I was just looking for suggestions. I don't sell these POS's and there is a reason why.:whistling2:

I have went back free of charge 2 times now to replace bulbs.


----------



## RIVETER (Sep 26, 2009)

Have you looked at the joints for overheating?


----------



## Toronto Sparky (Apr 12, 2009)

Nosparxsse said:


> keep blowing bulbs. 500w/ 120v
> 
> what is best solution?
> 
> ...



VERY VERY Important to keep the lamp horizontal.
for every degree off you lose days of lamp life. 
If vertical they last less than 1 week while at the same time burn out the socket.


----------



## 220/221 (Sep 25, 2007)

> I have gone back free of charge 2 times now to replace bulbs.


You should also realize that you have set a precedent with this behavior. They are his $10 fixtures and his responsibility as long as the installation was done right.

Explain to him that they are $10 because they are cheap and stupid. The lamps burn at like 1000 degrees and waste electricity.

They do throw a sh!tload of light though.

Put 300W lamps in. You won't notice the difference.


----------



## Toronto Sparky (Apr 12, 2009)

I've had one or those fixtures (I put 100W lamp in it) shining on my pool for at least 5 years without having to replace the lamp.
Mind you it's not used every night and it is on a two hour wind up timer switch.

BTW it is perfectly level.


----------



## Nosparxsse (Aug 12, 2007)

The fixtures are horizontal and level. 

I put 2 rough service 300 watt 130V rough service bulbs on last trip, and explained I would not be back next time for free.


----------



## Toronto Sparky (Apr 12, 2009)

They also don't like vibration.. I had that problem in a office building that had a street cars going by all day.. The vibrations made the lamps burn out fast.
Mind you they were par 38 halogens.


----------



## macmikeman (Jan 23, 2007)

RIVETER said:


> Have you looked at the joints for overheating?

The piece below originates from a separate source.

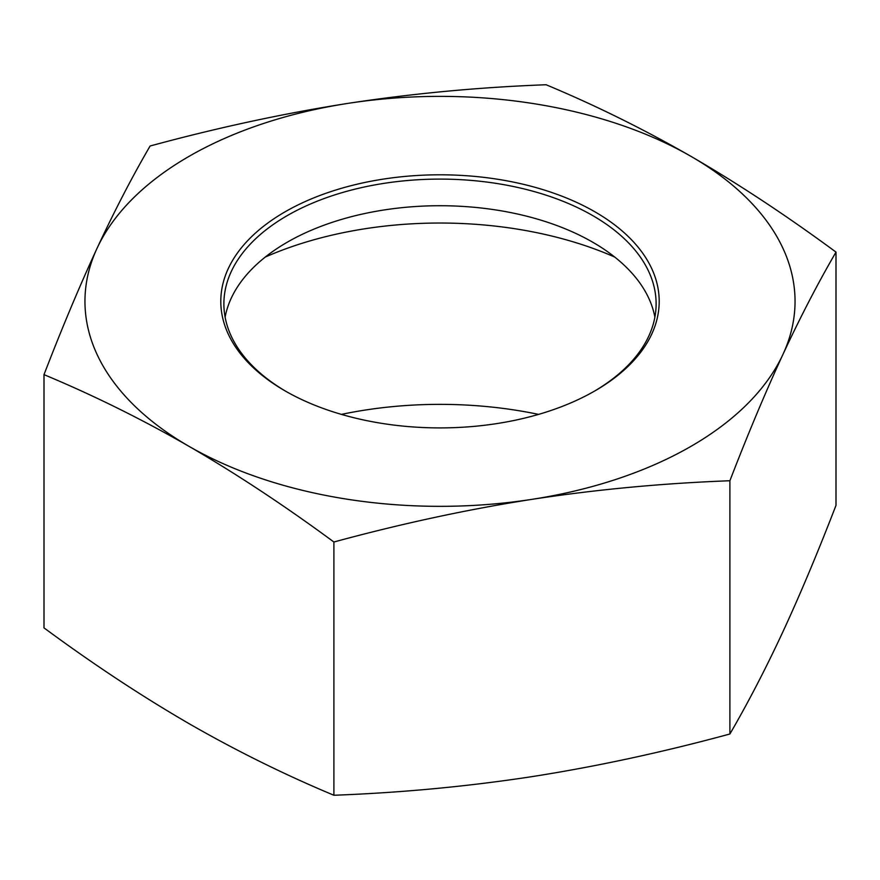 <?xml version="1.0" encoding="UTF-8"?>
<svg xmlns="http://www.w3.org/2000/svg" width="880" height="880" viewBox="0 0 880 880"><rect width="100%" height="100%" fill="white"/><g stroke="black" fill="none" stroke-linecap="round" stroke-linejoin="round"><path stroke-width="1.32" d="M286.099 391.468A216.117 124.773 180 0 1 223.883 303.875A216.117 124.773 180 0 1 440 179.102A216.117 124.773 180 0 1 656.117 303.875A216.117 124.773 180 0 1 593.901 391.468M284.999 390.841A219.197 126.555 0 0 0 595.001 390.841A219.197 126.555 0 0 0 595.001 211.871A219.197 126.555 0 0 0 284.999 211.871A219.197 126.555 0 0 0 284.999 390.841L284.999 390.841M225.115 317.185A216.117 124.773 180 0 1 287.177 242.264A216.117 124.773 180 0 1 592.812 242.264A216.117 124.773 180 0 1 592.823 242.264A216.117 124.773 180 0 1 654.885 317.185M348.106 103.356A355.047 204.985 0 0 0 97.053 248.303A355.047 204.985 0 0 0 188.947 446.303A355.047 204.985 0 0 0 531.894 499.356A355.047 204.985 0 0 0 782.947 354.409A355.047 204.985 0 0 0 691.053 156.409A355.047 204.985 0 0 0 348.106 103.356C412.654 93.489 478.654 87.285 546.106 84.744C595.496 105.369 643.808 129.25 691.053 156.409C738.298 183.81 786.621 215.71 836 252.109C817.927 283.173 800.239 317.262 782.947 354.409C765.655 391.787 747.967 433.906 729.894 480.744C662.431 483.285 596.431 489.489 531.894 499.356C467.346 509.454 401.346 523.677 333.894 542.003C284.504 505.604 236.192 473.704 188.947 446.303C141.702 419.144 93.379 395.252 44 374.638C62.073 327.8 79.761 285.681 97.053 248.303C114.345 211.156 132.033 177.056 150.106 146.003C217.569 127.677 283.569 113.465 348.106 103.356M341.418 414.392A288.486 166.551 180 0 1 538.582 414.392M265.309 257.037A288.486 166.551 180 0 1 614.691 257.037M44 374.638L44 627.891C93.379 664.29 141.702 696.19 188.947 723.591C236.192 750.75 284.504 774.631 333.894 795.256C401.346 792.715 467.346 786.511 531.894 776.644C596.431 766.535 662.431 752.323 729.894 733.997C747.967 702.944 765.655 668.844 782.947 631.697C800.239 594.319 817.927 552.2 836 505.362L836 252.109M333.894 795.256L333.894 542.003M729.894 733.997L729.894 480.744"/></g></svg>

When that happens it is getting too short and you need to use a roach clip.:thumbsup:


----------



## Vintage Sounds (Oct 23, 2009)

macmikeman said:


> When that happens it is getting too short and you need to use a roach clip.:thumbsup:


Spring-loaded needlenose :thumbsup::thumbsup:


----------



## frenchelectrican (Mar 15, 2007)

The other thing is how long he leave the halogén bulb on ?

If on all nite better off get big ase CFL or Metal Halidé luminaire 

I know the Halogén do throw serious amout of lights however a good tap of viberation will kill them pretty fast.

The only time I will use the halogén is use for tempory luminaire { only used in cold weather or large area to lit up } otherwise big ase 400 MH will do it.

Merci.
Marc


----------



## Nosparxsse (Aug 12, 2007)

Toronto Sparky said:


> They also don't like vibration.. I had that problem in a office building that had a street cars going by all day.. The vibrations made the lamps burn out fast.
> Mind you they were par 38 halogens.


I am pretty sure this guys kids are hittting this thing with a basketball. 

(This location DOES have semi-traffic going by all day as well....hmmmmmmmm)


----------



## dmxtothemax (Jun 15, 2010)

Provided the fitting is not overheating,
You are having the same problem that I had,
The problem is poor quality lamps!
A lot of those lamps are made very cheaply in china,
and they are just CRAP! 
After some experimenting with various brands
I found a lamp rated at 2500hrs and these lamps
have lasted a lot longer.
The brand I use is NELSON.
not sure if available in the USA.
But look for lamps rated at 2000hrs or more,
I am sure it will solve your problems.




Nosparxsse said:


> keep blowing bulbs. 500w/ 120v
> 
> what is best solution?
> 
> ...


----------



## RIVETER (Sep 26, 2009)

Toronto Sparky said:


> VERY VERY Important to keep the lamp horizontal.
> for every degree off you lose days of lamp life.
> If vertical they last less than 1 week while at the same time burn out the socket.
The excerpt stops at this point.